━━ WORKING DATA ━━
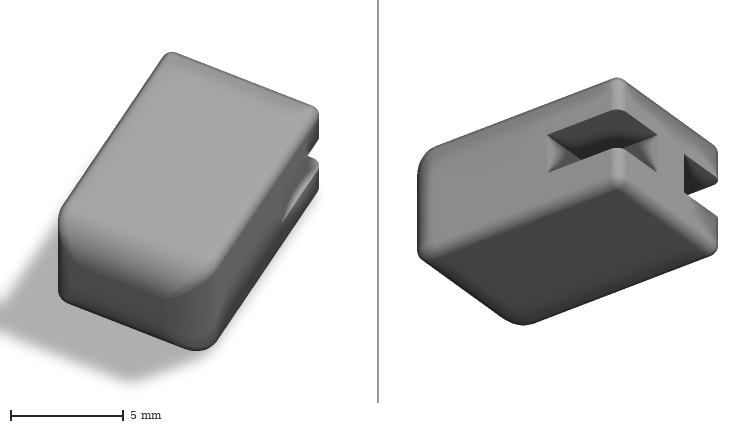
import cadquery as cq

width = 7.8
length = 12.0
height = 5.8

edge_radius = 0.5
nose_radius = 1.75

slot_height = 2.0
slot_depth = 4.0
web_length = slot_depth / 2
web_thickness = slot_height


def nosed_block(corner_edges):
    """Block with the two nose edges along one axis rounded."""
    block = cq.Workplane("XY").box(width, length, height)
    return block.faces("<Y").edges(corner_edges).fillet(nose_radius)


def rounded_body():
    """Block whose nose curves meet in mitres, with every remaining sharp edge rounded."""
    curved_in_plan = nosed_block("|Z")
    curved_in_elevation = nosed_block("|X")
    body = curved_in_plan.intersect(curved_in_elevation)
    return body.edges("|Y or >Y").fillet(edge_radius)


def tail_slot():
    """Full-width slot cut in from the +Y end."""
    slot = cq.Workplane("XY").box(width, slot_depth, slot_height)
    return slot.translate((0, (length - slot_depth) / 2, 0))


def web():
    """Part of the slot left solid at the tail end."""
    block = cq.Workplane("XY").box(web_thickness, web_length, slot_height)
    return block.translate((0, (length - web_length) / 2, 0))


result = rounded_body().cut(tail_slot().cut(web()))
━━━
PROBLEM STATEMENT
Copy out every entry exactly as written, but not the pictures.

EXERCISE OUTPUT
import cadquery as cq

width = 7.8
length = 12.0
height = 5.8

edge_radius = 0.5
nose_radius = 1.75

slot_height = 2.0
slot_depth = 4.0
web_length = slot_depth / 2
web_thickness = slot_height


def nosed_block(corner_edges):
    """Block with the two nose edges along one axis rounded."""
    block = cq.Workplane("XY").box(width, length, height)
    return block.faces("<Y").edges(corner_edges).fillet(nose_radius)


def rounded_body():
    """Block whose nose curves meet in mitres, with every remaining sharp edge rounded."""
    curved_in_plan = nosed_block("|Z")
    curved_in_elevation = nosed_block("|X")
    body = curved_in_plan.intersect(curved_in_elevation)
    return body.edges("|Y or >Y").fillet(edge_radius)


def tail_slot():
    """Full-width slot cut in from the +Y end."""
    slot = cq.Workplane("XY").box(width, slot_depth, slot_height)
    return slot.translate((0, (length - slot_depth) / 2, 0))


def web():
    """Part of the slot left solid at the tail end."""
    block = cq.Workplane("XY").box(web_thickness, web_length, slot_height)
    return block.translate((0, (length - web_length) / 2, 0))


result = rounded_body().cut(tail_slot().cut(web()))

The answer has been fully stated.